3 min readRishi

Top K Frequent Elements: Count, Then Choose Your Weapon

If you interview at Amazon, Meta, Uber, expect some version of "Top K Frequent Elements". It is rated Medium, and it falls squarely into the Top-K and Heaps pattern — pattern-first preparation beats grinding random problems every time. Part 4 of 11 in the Top-K and Heaps arc.

The Problem

Return the k most frequent elements of an array, any order. The two-stage shape — build a frequency map, then select the top k entries by count — underlies a whole family (frequent words, frequent IPs in logs) and is a system design conversation seed as much as a coding question.

Input:  nums = [1, 1, 1, 2, 2, 3], k = 2
Output: [1, 2]

Recognizing the Top-K and Heaps Pattern

When a problem asks for the k largest, smallest, closest, or most frequent — or for repeated access to an extreme while data changes — a heap gives O(log n) insertion and O(1) access to the extreme. The signature trick: keep a bounded heap of size k with the opposite polarity (a min-heap to track the k largest), evicting the root on overflow. Python's heapq is a min-heap; negate values for max behavior.

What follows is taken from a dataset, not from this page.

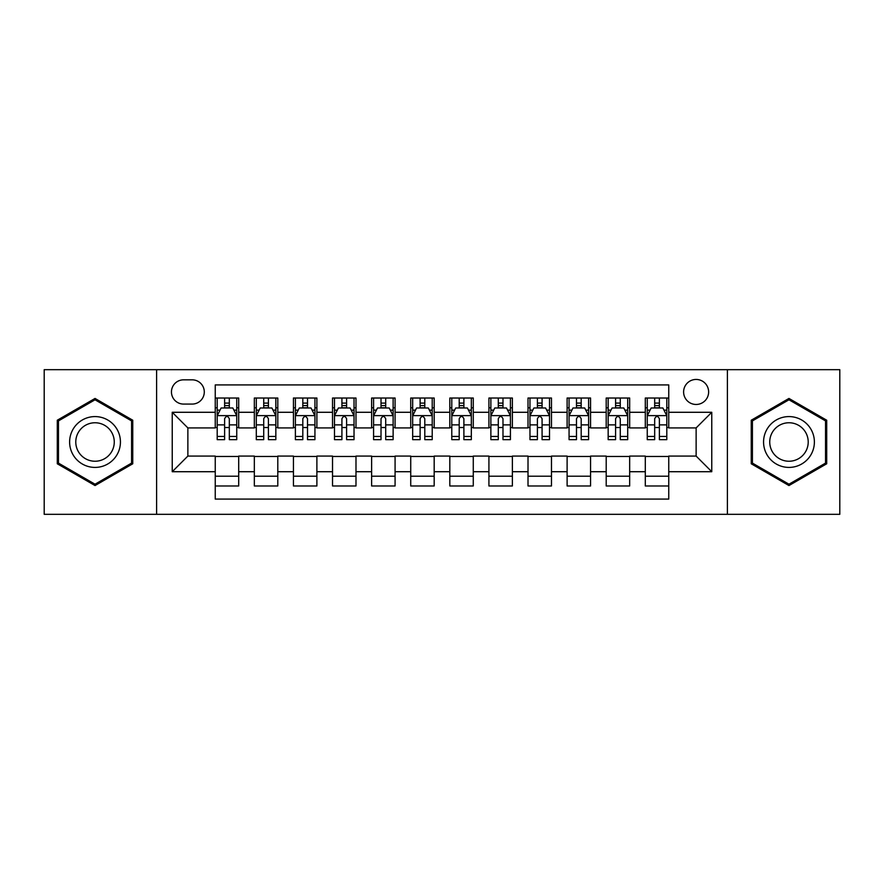 <?xml version="1.0" encoding="UTF-8"?>
<svg xmlns="http://www.w3.org/2000/svg" width="884" height="884" viewBox="0 0 884 884"><rect width="100%" height="100%" fill="white"/><g stroke="black" fill="none" stroke-linecap="round" stroke-linejoin="round"><path stroke-width="1.33" d="M696.128 379.446A12.509 12.509 0 0 0 683.608 391.955A12.509 12.509 0 0 0 696.128 404.463A12.509 12.509 0 0 0 708.636 391.955A12.509 12.509 0 0 0 696.128 379.446M727.399 514.322L839.8 514.322L839.8 369.678L727.399 369.678L727.399 514.322L156.601 514.322L156.601 369.678L44.2 369.678L44.2 514.322L156.601 514.322M668.757 398.021L645.298 398.021L645.298 412.287L629.662 412.287L629.662 427.922L645.298 427.922L645.298 412.287M629.662 412.287L629.662 398.021L606.203 398.021L606.203 412.287L590.567 412.287L590.567 427.922L606.203 427.922L606.203 412.287M590.567 412.287L590.567 398.021L567.108 398.021L567.108 412.287L551.472 412.287L551.472 427.922L567.108 427.922L567.108 412.287M551.472 412.287L551.472 398.021L528.013 398.021L528.013 412.287L512.377 412.287L512.377 427.922L528.013 427.922L528.013 412.287M512.377 412.287L512.377 398.021L488.918 398.021L488.918 412.287L473.272 412.287L473.272 427.922L488.918 427.922L488.918 412.287M473.272 412.287L473.272 398.021L449.823 398.021L449.823 412.287L434.177 412.287L434.177 427.922L449.823 427.922L449.823 412.287M434.177 412.287L434.177 398.021L410.728 398.021L410.728 412.287L395.082 412.287L395.082 427.922L410.728 427.922L410.728 412.287M395.082 412.287L395.082 398.021L371.623 398.021L371.623 412.287L355.987 412.287L355.987 427.922L371.623 427.922L371.623 412.287M355.987 412.287L355.987 398.021L332.528 398.021L332.528 412.287L316.892 412.287L316.892 427.922L332.528 427.922L332.528 412.287M316.892 412.287L316.892 398.021L293.433 398.021L293.433 412.287L277.797 412.287L277.797 427.922L293.433 427.922L293.433 412.287M277.797 412.287L277.797 398.021L254.338 398.021L254.338 427.922L238.702 427.922L238.702 398.021L215.243 398.021M215.243 485.979L238.702 485.979L238.702 456.078L254.338 456.078L254.338 485.979L277.797 485.979L277.797 456.078L293.433 456.078L293.433 471.713L277.797 471.713M293.433 471.713L293.433 485.979L316.892 485.979L316.892 456.078L332.528 456.078L332.528 471.713L316.892 471.713M332.528 471.713L332.528 485.979L355.987 485.979L355.987 456.078L371.623 456.078L371.623 471.713L355.987 471.713M371.623 471.713L371.623 485.979L395.082 485.979L395.082 456.078L410.728 456.078L410.728 471.713L395.082 471.713M410.728 471.713L410.728 485.979L434.177 485.979L434.177 456.078L449.823 456.078L449.823 471.713L434.177 471.713M449.823 471.713L449.823 485.979L473.272 485.979L473.272 456.078L488.918 456.078L488.918 471.713L473.272 471.713M488.918 471.713L488.918 485.979L512.377 485.979L512.377 456.078L528.013 456.078L528.013 471.713L512.377 471.713M528.013 471.713L528.013 485.979L551.472 485.979L551.472 456.078L567.108 456.078L567.108 471.713L551.472 471.713M567.108 471.713L567.108 485.979L590.567 485.979L590.567 456.078L606.203 456.078L606.203 471.713L590.567 471.713M606.203 471.713L606.203 485.979L629.662 485.979L629.662 456.078L645.298 456.078L645.298 471.713L629.662 471.713M183.574 404.076L192.182 404.076A12.122 12.122 0 0 0 204.292 391.955A12.122 12.122 0 0 0 192.182 379.833L183.574 379.833A12.122 12.122 0 0 0 171.452 391.955A12.122 12.122 0 0 0 183.574 404.076M727.399 369.678L156.601 369.678M668.757 412.287L668.757 384.916L215.243 384.916L215.243 427.922L187.872 427.922L187.872 456.078L215.243 456.078L215.243 499.084L668.757 499.084L668.757 456.078L696.128 456.078L696.128 427.922L668.757 427.922L668.757 412.287L711.764 412.287L711.764 471.713L668.757 471.713M215.243 471.713L172.236 471.713L172.236 412.287L215.243 412.287M645.298 471.713L645.298 485.979L668.757 485.979M215.243 407.789L217.199 407.789M224.624 407.789L229.321 407.789M236.746 407.789L238.702 407.789M215.243 427.536L217.199 427.536M224.624 427.536L229.321 427.536M236.746 427.536L238.702 427.536M215.243 456.464L238.702 456.464M215.243 476.211L238.702 476.211M254.338 427.536L256.294 427.536M263.719 427.536L268.416 427.536M275.841 427.536L277.797 427.536M254.338 407.789L256.294 407.789M263.719 407.789L268.416 407.789M275.841 407.789L277.797 407.789M254.338 456.464L277.797 456.464M254.338 476.211L277.797 476.211M293.433 456.464L316.892 456.464M293.433 476.211L316.892 476.211M293.433 407.789L295.389 407.789M302.814 407.789L307.51 407.789M314.936 407.789L316.892 407.789M293.433 427.536L295.389 427.536M302.814 427.536L307.51 427.536M314.936 427.536L316.892 427.536M332.528 456.464L355.987 456.464M332.528 476.211L355.987 476.211M332.528 407.789L334.483 407.789M341.92 407.789L346.605 407.789M354.031 407.789L355.987 407.789M332.528 427.536L334.483 427.536M341.92 427.536L346.605 427.536M354.031 427.536L355.987 427.536M371.623 456.464L395.082 456.464M371.623 476.211L395.082 476.211M371.623 407.789L373.578 407.789M381.015 407.789L385.7 407.789M393.126 407.789L395.082 407.789M371.623 427.536L373.578 427.536M381.015 427.536L385.7 427.536M393.126 427.536L395.082 427.536M410.728 456.464L434.177 456.464M410.728 476.211L434.177 476.211M410.728 407.789L412.673 407.789M420.11 407.789L424.795 407.789M432.221 407.789L434.177 407.789M410.728 427.536L412.673 427.536M420.11 427.536L424.795 427.536M432.221 427.536L434.177 427.536M449.823 456.464L473.272 456.464M449.823 476.211L473.272 476.211M449.823 407.789L451.779 407.789M459.205 407.789L463.89 407.789M471.327 407.789L473.272 407.789M449.823 427.536L451.779 427.536M459.205 427.536L463.89 427.536M471.327 427.536L473.272 427.536M488.918 456.464L512.377 456.464M488.918 476.211L512.377 476.211M488.918 407.789L490.874 407.789M498.3 407.789L502.985 407.789M510.422 407.789L512.377 407.789M488.918 427.536L490.874 427.536M498.3 427.536L502.985 427.536M510.422 427.536L512.377 427.536M528.013 456.464L551.472 456.464M528.013 476.211L551.472 476.211M528.013 407.789L529.969 407.789M537.395 407.789L542.08 407.789M549.516 407.789L551.472 407.789M528.013 427.536L529.969 427.536M537.395 427.536L542.08 427.536M549.516 427.536L551.472 427.536M567.108 456.464L590.567 456.464M567.108 476.211L590.567 476.211M567.108 407.789L569.064 407.789M576.49 407.789L581.186 407.789M588.611 407.789L590.567 407.789M567.108 427.536L569.064 427.536M576.49 427.536L581.186 427.536M588.611 427.536L590.567 427.536M606.203 456.464L629.662 456.464M606.203 476.211L629.662 476.211M606.203 407.789L608.159 407.789M615.584 407.789L620.281 407.789M627.706 407.789L629.662 407.789M606.203 427.536L608.159 427.536M615.584 427.536L620.281 427.536M627.706 427.536L629.662 427.536M645.298 456.464L668.757 456.464M645.298 476.211L668.757 476.211M645.298 407.789L647.254 407.789M654.679 407.789L659.376 407.789M666.801 407.789L668.757 407.789M645.298 427.536L647.254 427.536M654.679 427.536L659.376 427.536M666.801 427.536L668.757 427.536M187.872 427.922L172.236 412.287M187.872 456.078L172.236 471.713M711.764 412.287L696.128 427.922M711.764 471.713L696.128 456.078M95.03 485.559L132.755 463.78L132.755 420.22L95.03 398.441L57.294 420.22L57.294 463.78L95.03 485.559M826.706 420.22L788.97 398.441L751.245 420.22L751.245 463.78L788.97 485.559L826.706 463.78L826.706 420.22M229.321 403.104L224.624 403.104M236.746 436.464L229.321 436.464L229.321 439.657L236.746 439.657L236.746 415.8L232.835 407.988L221.111 407.988L217.199 415.8L217.199 439.657L224.624 439.657L224.624 436.464L217.199 436.464M217.199 415.8L217.199 398.021M236.746 415.8L236.746 398.021M224.624 407.988L224.624 398.021M229.321 398.021L229.321 407.988M229.321 436.464L229.321 418.74C227.752 415.723 226.193 415.723 224.624 418.74L224.624 436.464M95.03 416.585A25.415 25.415 0 0 0 69.615 442A25.415 25.415 0 0 0 95.03 467.415A25.415 25.415 0 0 0 120.434 442A25.415 25.415 0 0 0 95.03 416.585M95.03 422.762A19.238 19.238 0 0 0 75.781 442A19.238 19.238 0 0 0 95.03 461.238A19.238 19.238 0 0 0 114.268 442A19.238 19.238 0 0 0 95.03 422.762M131.583 463.106L95.03 484.211L58.466 463.106L58.466 420.894L95.03 399.789L131.583 420.894L131.583 463.106M766.969 429.293A25.415 25.415 0 0 0 776.274 464.012A25.415 25.415 0 0 0 810.982 454.707A25.415 25.415 0 0 0 801.678 419.988A25.415 25.415 0 0 0 766.969 429.293M772.318 432.375A19.238 19.238 0 0 0 779.356 458.663A19.238 19.238 0 0 0 805.633 451.625A19.238 19.238 0 0 0 798.595 425.337A19.238 19.238 0 0 0 772.318 432.375M825.534 420.894L825.534 463.106L788.97 484.211L752.417 463.106L752.417 420.894L788.97 399.789L825.534 420.894M268.416 403.104L263.719 403.104M275.841 436.464L268.416 436.464L268.416 439.657L275.841 439.657L275.841 415.8L271.929 407.988L260.205 407.988L256.294 415.8L256.294 439.657L263.719 439.657L263.719 436.464L256.294 436.464M256.294 415.8L256.294 398.021M275.841 415.8L275.841 398.021M263.719 407.988L263.719 398.021M268.416 398.021L268.416 407.988M268.416 436.464L268.416 418.74C266.858 415.723 265.288 415.723 263.719 418.74L263.719 436.464M307.51 403.104L302.814 403.104M314.936 436.464L307.51 436.464L307.51 439.657L314.936 439.657L314.936 415.8L311.024 407.988L299.3 407.988L295.389 415.8L295.389 439.657L302.814 439.657L302.814 436.464L295.389 436.464M295.389 415.8L295.389 398.021M314.936 415.8L314.936 398.021M302.814 407.988L302.814 398.021M307.51 398.021L307.51 407.988M307.51 436.464L307.51 418.74C305.952 415.723 304.383 415.723 302.814 418.74L302.814 436.464M346.605 403.104L341.92 403.104M354.031 436.464L346.605 436.464L346.605 439.657L354.031 439.657L354.031 415.8L350.13 407.988L338.395 407.988L334.483 415.8L334.483 439.657L341.92 439.657L341.92 436.464L334.483 436.464M334.483 415.8L334.483 398.021M354.031 415.8L354.031 398.021M341.92 407.988L341.92 398.021M346.605 398.021L346.605 407.988M346.605 436.464L346.605 418.74C345.047 415.723 343.478 415.723 341.92 418.74L341.92 436.464M385.7 403.104L381.015 403.104M393.126 436.464L385.7 436.464L385.7 439.657L393.126 439.657L393.126 415.8L389.225 407.988L377.49 407.988L373.578 415.8L373.578 439.657L381.015 439.657L381.015 436.464L373.578 436.464M373.578 415.8L373.578 398.021M393.126 415.8L393.126 398.021M381.015 407.988L381.015 398.021M385.7 398.021L385.7 407.988M385.7 436.464L385.7 418.74C384.142 415.723 382.573 415.723 381.015 418.74L381.015 436.464M424.795 403.104L420.11 403.104M432.221 436.464L424.795 436.464L424.795 439.657L432.221 439.657L432.221 415.8L428.32 407.988L416.585 407.988L412.673 415.8L412.673 439.657L420.11 439.657L420.11 436.464L412.673 436.464M412.673 415.8L412.673 398.021M432.221 415.8L432.221 398.021M420.11 407.988L420.11 398.021M424.795 398.021L424.795 407.988M424.795 436.464L424.795 418.74C423.237 415.723 421.668 415.723 420.11 418.74L420.11 436.464M463.89 403.104L459.205 403.104M471.327 436.464L463.89 436.464L463.89 439.657L471.327 439.657L471.327 415.8L467.415 407.988L455.68 407.988L451.779 415.8L451.779 439.657L459.205 439.657L459.205 436.464L451.779 436.464M451.779 415.8L451.779 398.021M471.327 415.8L471.327 398.021M459.205 407.988L459.205 398.021M463.89 398.021L463.89 407.988M463.89 436.464L463.89 418.74C462.332 415.723 460.763 415.723 459.205 418.74L459.205 436.464M502.985 403.104L498.3 403.104M510.422 436.464L502.985 436.464L502.985 439.657L510.422 439.657L510.422 415.8L506.51 407.988L494.775 407.988L490.874 415.8L490.874 439.657L498.3 439.657L498.3 436.464L490.874 436.464M490.874 415.8L490.874 398.021M510.422 415.8L510.422 398.021M498.3 407.988L498.3 398.021M502.985 398.021L502.985 407.988M502.985 436.464L502.985 418.74C501.427 415.723 499.869 415.723 498.3 418.74L498.3 436.464M542.08 403.104L537.395 403.104M549.516 436.464L542.08 436.464L542.08 439.657L549.516 439.657L549.516 415.8L545.605 407.988L533.87 407.988L529.969 415.8L529.969 439.657L537.395 439.657L537.395 436.464L529.969 436.464M529.969 415.8L529.969 398.021M549.516 415.8L549.516 398.021M537.395 407.988L537.395 398.021M542.08 398.021L542.08 407.988M542.08 436.464L542.08 418.74C540.522 415.723 538.964 415.723 537.395 418.74L537.395 436.464M581.186 403.104L576.49 403.104M588.611 436.464L581.186 436.464L581.186 439.657L588.611 439.657L588.611 415.8L584.7 407.988L572.976 407.988L569.064 415.8L569.064 439.657L576.49 439.657L576.49 436.464L569.064 436.464M569.064 415.8L569.064 398.021M588.611 415.8L588.611 398.021M576.49 407.988L576.49 398.021M581.186 398.021L581.186 407.988M581.186 436.464L581.186 418.74C579.617 415.723 578.059 415.723 576.49 418.74L576.49 436.464M620.281 403.104L615.584 403.104M627.706 436.464L620.281 436.464L620.281 439.657L627.706 439.657L627.706 415.8L623.795 407.988L612.071 407.988L608.159 415.8L608.159 439.657L615.584 439.657L615.584 436.464L608.159 436.464M608.159 415.8L608.159 398.021M627.706 415.8L627.706 398.021M615.584 407.988L615.584 398.021M620.281 398.021L620.281 407.988M620.281 436.464L620.281 418.74C618.712 415.723 617.154 415.723 615.584 418.74L615.584 436.464M659.376 403.104L654.679 403.104M666.801 436.464L659.376 436.464L659.376 439.657L666.801 439.657L666.801 415.8L662.889 407.988L651.165 407.988L647.254 415.8L647.254 439.657L654.679 439.657L654.679 436.464L647.254 436.464M647.254 415.8L647.254 398.021M666.801 415.8L666.801 398.021M654.679 407.988L654.679 398.021M659.376 398.021L659.376 407.988M659.376 436.464L659.376 418.74C657.806 415.723 656.248 415.723 654.679 418.74L654.679 436.464M254.338 471.713L238.702 471.713M254.338 412.287L238.702 412.287M236.647 415.613L217.298 415.613M217.199 410.143L220.028 410.143M233.917 410.143L236.746 410.143M224.624 424.873L217.199 424.873M236.746 424.873L229.321 424.873M229.321 405.59L224.624 405.59M275.742 415.613L256.393 415.613M256.294 410.143L259.134 410.143M273.012 410.143L275.841 410.143M263.719 424.873L256.294 424.873M275.841 424.873L268.416 424.873M268.416 405.59L263.719 405.59M314.837 415.613L295.488 415.613M295.389 410.143L298.228 410.143M312.107 410.143L314.936 410.143M302.814 424.873L295.389 424.873M314.936 424.873L307.51 424.873M307.51 405.59L302.814 405.59M353.932 415.613L334.583 415.613M334.483 410.143L337.323 410.143M351.202 410.143L354.031 410.143M341.92 424.873L334.483 424.873M354.031 424.873L346.605 424.873M346.605 405.59L341.92 405.59M393.037 415.613L373.678 415.613M373.578 410.143L376.418 410.143M390.297 410.143L393.126 410.143M381.015 424.873L373.578 424.873M393.126 424.873L385.7 424.873M385.7 405.59L381.015 405.59M432.132 415.613L412.773 415.613M412.673 410.143L415.513 410.143M429.392 410.143L432.221 410.143M420.11 424.873L412.673 424.873M432.221 424.873L424.795 424.873M424.795 405.59L420.11 405.59M471.227 415.613L451.868 415.613M451.779 410.143L454.608 410.143M468.487 410.143L471.327 410.143M459.205 424.873L451.779 424.873M471.327 424.873L463.89 424.873M463.89 405.59L459.205 405.59M510.322 415.613L490.963 415.613M490.874 410.143L493.703 410.143M507.582 410.143L510.422 410.143M498.3 424.873L490.874 424.873M510.422 424.873L502.985 424.873M502.985 405.59L498.3 405.59M549.417 415.613L530.068 415.613M529.969 410.143L532.798 410.143M546.677 410.143L549.516 410.143M537.395 424.873L529.969 424.873M549.516 424.873L542.08 424.873M542.08 405.59L537.395 405.59M588.512 415.613L569.163 415.613M569.064 410.143L571.893 410.143M585.772 410.143L588.611 410.143M576.49 424.873L569.064 424.873M588.611 424.873L581.186 424.873M581.186 405.59L576.49 405.59M627.607 415.613L608.258 415.613M608.159 410.143L610.988 410.143M624.866 410.143L627.706 410.143M615.584 424.873L608.159 424.873M627.706 424.873L620.281 424.873M620.281 405.59L615.584 405.59M666.702 415.613L647.353 415.613M647.254 410.143L650.083 410.143M663.972 410.143L666.801 410.143M654.679 424.873L647.254 424.873M666.801 424.873L659.376 424.873M659.376 405.59L654.679 405.59"/></g></svg>

Top k by a derived score (frequency) is Top-K applied to a map's items. The bounded min-heap on (count, value) pairs gives O(n log k); frequencies being integers bounded by n also unlocks bucket sort at O(n) flat — a rare chance to beat the heap and name the reason (bounded key domain).

The Approach

Counter(nums) in O(n). Then maintain a size-k min-heap over (count, value): push each item, evict the root past k. Pull the survivors. heapq.nlargest(k, counter.keys(), key=counter.get) is the stdlib spelling of the same idea and is interview-legal if you can explain its internals.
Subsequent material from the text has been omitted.